I have a <turbo-frame>
and when I submit form it gets replaced. So far it is great and magical.
But if my server returns 500 (I have an unexpected error) Turbo replaces my frame with empty frame and writes ts to console: Response has no matching <turbo-frame id="some-frame"> element
.
Is there any way to render response in this case? I want to show user that my site borked and render generic error message that my server side created.
5 Likes
I have been wondering this same question. @AdamLuczynski Did you find a solution? I would love for others to chime in
I think this regards to the general question: how to intercept a response in a turbo frame? In my case, I wanted to intercept the 401 unauthorized. This is my solution .
1 Like
I was able to catch and process a 500 error using the event.detail.success
value of the submit-end
event. Here’s a video demonstrating:
tleish
December 3, 2021, 2:02pm
#5
You may be interested in following the progress of this MR:
hotwired:main
← seanpdoyle:missing-frame-in-response
opened 08:31PM - 14 Nov 21 UTC
Closes [hotwired/turbo#432][]
Follow-up to [hotwired/turbo#94][]
Follow-up to … [hotwired/turbo#31][]
When a response from _within_ a frame is missing a matching frame, fire
the `turbo:frame-missing` event.
There is an existing [contract][] that dictates a request from within a
frame stays within a frame.
However, if an application is interested in reacting to a response
without a frame, dispatch a `turbo:frame-missing` event. The event's
`target` is the `FrameElement`, and the `detail` contains the response
instance under the `fetchResponse:` key.
Event listeners for `turbo:frame-missing` can invoke call
`event.preventDefault()`, then call `Turbo.visit(event.detail.fetchResponse)`.
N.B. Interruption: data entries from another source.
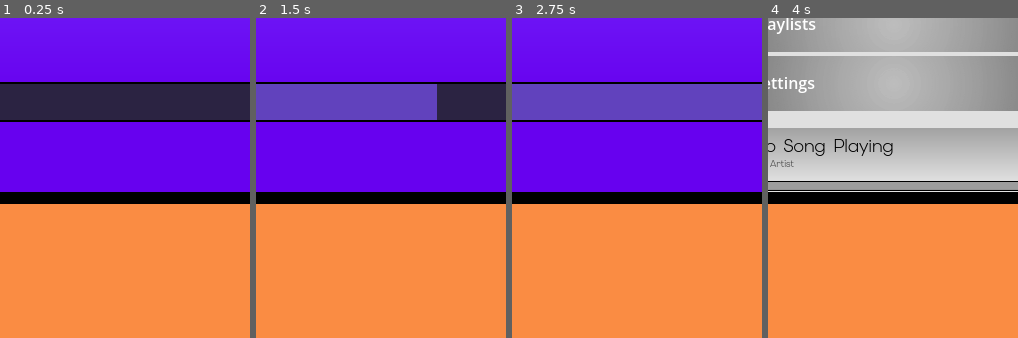
Above: before the commit, frames 1-4 (left to right).
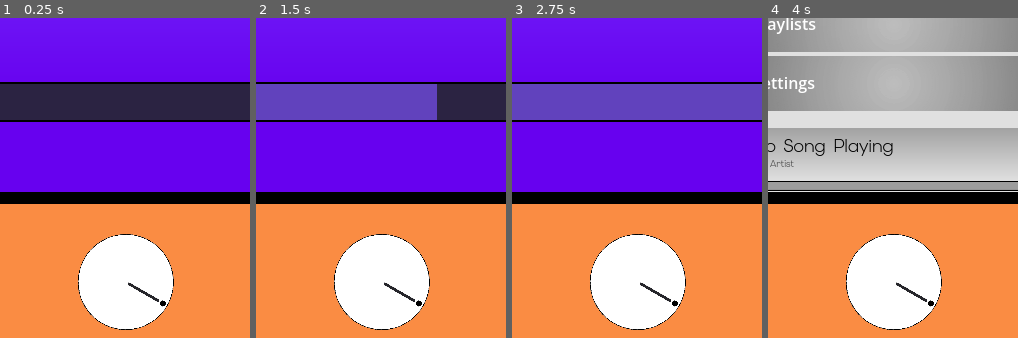
Above: after the commit, the same moments.

Repository: vert-exium/vertexPlayer
Game: Godot game, scene res://scenes/main.tscn
The game is run twice, just before and just after one commit, with the same random seed, the same clock (stepped at 60 frames per second) and the same inputs.
Inputs (mouse positions are % of the whole screen's width and height, from its top left):
- Up to frame 1 (0.25 s): no input
- Up to frame 2 (1.5 s): click (78, 88) at 0.5 s; click (78, 88) at 1.25 s
- Up to frame 3 (2.75 s): click "Home" at 2 s
- Up to frame 4 (4 s): click "Create a playlist" at 2.75 s; click "Artists" at 3.5 s
The pictures show only the part of the screen within x 25-75%, y 28-78%; the shares and areas given below are measured in that part.

The runs differ from the first frame. In frame 1, 9.1% of the frame differs, in the area x 31-70%, y 67-98%; in frame 2, 9.1%; in frame 3, 9.1%; in frame 4, 9.1%.

Commit message:
Working volume knob
Volume knob now works but it's janky

Diff:
--- a/scenes/main.tscn
+++ b/scenes/main.tscn
@@ -47,6 +47,8 @@
 [ext_resource type="Texture2D" uid="uid://ctbjuxhoavj2j" path="res://assets/bar2/over.png" id="43_vchkt"]
 [ext_resource type="Texture2D" uid="uid://dgtglp5ykdkef" path="res://assets/bar2/fill.png" id="44_txyw0"]
 [ext_resource type="Script" uid="uid://bt0rj7t3km3v0" path="res://scripts/song_progress_bar.gd" id="45_vchkt"]
+[ext_resource type="Texture2D" uid="uid://d12yt20sl4ckw" path="res://assets/buttons/volume/normal.png" id="48_ty1g6"]
+[ext_resource type="Script" uid="uid://dh6sfhjs8vb0a" path="res://scripts/volume_rect.gd" id="49_j2jfr"]
 
 [node name="main" type="Node2D" unique_id=1300920803]
 script = ExtResource("1_c6pm6")
@@ -183,7 +185,6 @@
 texture = ExtResource("35_j8jky")
 
 [node name="referenceLine" type="Line2D" parent="." unique_id=1464967214]
-visible = false
 position = Vector2(0, -32)
 points = PackedVector2Array(250, 24, 250, -8)
 width = 1.0
@@ -230,6 +231,18 @@
 [node name="bufferTimer" type="Timer" parent="." unique_id=297085182]
 wait_time = 0.5
 
+[node name="volumeRect" type="TextureRect" parent="." unique_id=1985813809 node_paths=PackedStringArray("audio_player")]
+offset_left = 50.0
+offset_top = 264.0
+offset_right = 450.0
+offset_bottom = 664.0
+rotation = 0.5235988
+scale = Vector2(0.3, 0.3)
+pivot_offset = Vector2(200, 180)
+texture = ExtResource("48_ty1g6")
+script = ExtResource("49_j2jfr")
+audio_player = NodePath("../audioPlayer")
+
 [connection signal="pressed" from="pauseButton" to="." method="_on_pause_button_pressed"]
 [connection signal="finished" from="audioPlayer" to="." method="_on_audio_player_finished"]
 [connection signal="timeout" from="bufferTimer" to="." method="_on_buffer_timer_timeout"]
--- /dev/null
+++ b/scripts/volume_rect.gd
@@ -0,0 +1,55 @@
+extends TextureRect
+
+var normal_tex = preload("res://assets/buttons/volume/normal.png")
+var hovered_tex = preload("res://assets/buttons/volume/hovered.png")
+@export var audio_player: AudioStreamPlayer
+
+var min_deg: float = -270.0
+var max_deg: float = 30.0
+var is_dragging: bool = false
+
+
+func _ready() -> void:
+	texture = normal_tex
+	rotation_degrees = max_deg
+
+	mouse_entered.connect(_on_hover)
+	mouse_exited.connect(_on_unhover)
+
+func _has_point(point: Vector2) -> bool:
+	var center = size / 2.0
+	var radius = min (size.x, size.y) / 2.0
+	return point.distance_to(center) <= radius
+
+func _on_hover() -> void:
+	if not is_dragging:
+		texture = hovered_tex
+
+func _on_unhover() -> void:
+	if not is_dragging:
+		texture = normal_tex
+
+func _gui_input(event: InputEvent) -> void:
+	if event is InputEventMouseButton and event.button_index == MOUSE_BUTTON_LEFT:
+		if event.pressed:
+			is_dragging = true
+			texture = hovered_tex
+		else:
+			is_dragging = false
+			if _has_point(get_local_mouse_position()):
+				texture = hovered_tex
+			else:
+				texture = normal_tex
+
+	if event is InputEventMouseMotion and is_dragging:
+		var drag_amount = event.relative.x - event.relative.y
+		var sensitivity = 1.5
+
+		var new_rotation = rotation_degrees + (drag_amount * sensitivity)
+		rotation_degrees = clamp(new_rotation, min_deg, max_deg)
+
+	var volume_normalized = inverse_lerp(min_deg, max_deg, rotation_degrees)
+
+	if audio_player:
+		var safe_volume = max(volume_normalized, 0.0001)
+		audio_player.volume_db = linear_to_db(safe_volume)
Not shown, added: scripts/volume_rect.gd.uid

The call to `Turbo.visit(fetchResponse)` also
accepts `Partial<VisitOptions>` as an optional argument:
```js
addEventListener("turbo:frame-missing", (event) => {
const { target, detail: { fetchResponse } } = event
// the details of `shouldRedirectOnMissingFrame(element: FrameElement, fetchResponse: FetchResponse)`
// are up to the application to decide
if (shouldRedirectOnMissingFrame(target, fetchResponse)) {
event.preventDefault()
Turbo.visit(event.detail.fetchResponse)
}
})
```
The event listener is also a good opportunity to change the
`<turbo-frame>` element itself to prevent future missing responses.
For example, if the reason the frame is missing is access (an expired
session, for example), the call to `Turbo.visit()` can be made with `{ action:
"replace" }` to remove the current page from Turbo's page history.
Similarly, if the reason for the missing frame is particular to the page
referenced by the element's `[src]` attribute, this is an opportunity to
change that attribute (calling `event.target.removeAttribute("src")`,
for example) before navigating away so that re-visiting the page by
navigating backward in the Browser's history doesn't automatically load
the frame and re-trigger another `turbo:frame-missing` event.
[contract]: https://github.com/hotwired/turbo/issues/94#issuecomment-756968205
[hotwired/turbo#432]: https://github.com/hotwired/turbo/issues/432
[hotwired/turbo#94]: https://github.com/hotwired/turbo/issues/94
[hotwired/turbo#31]: https://github.com/hotwired/turbo/issues/31
Treat response `turbo-frame[disabled]` as missing
===
When a response body has a `turbo-frame` element with an `[id]` that
matches the requesting frame, ignore it if it's `[disabled]`.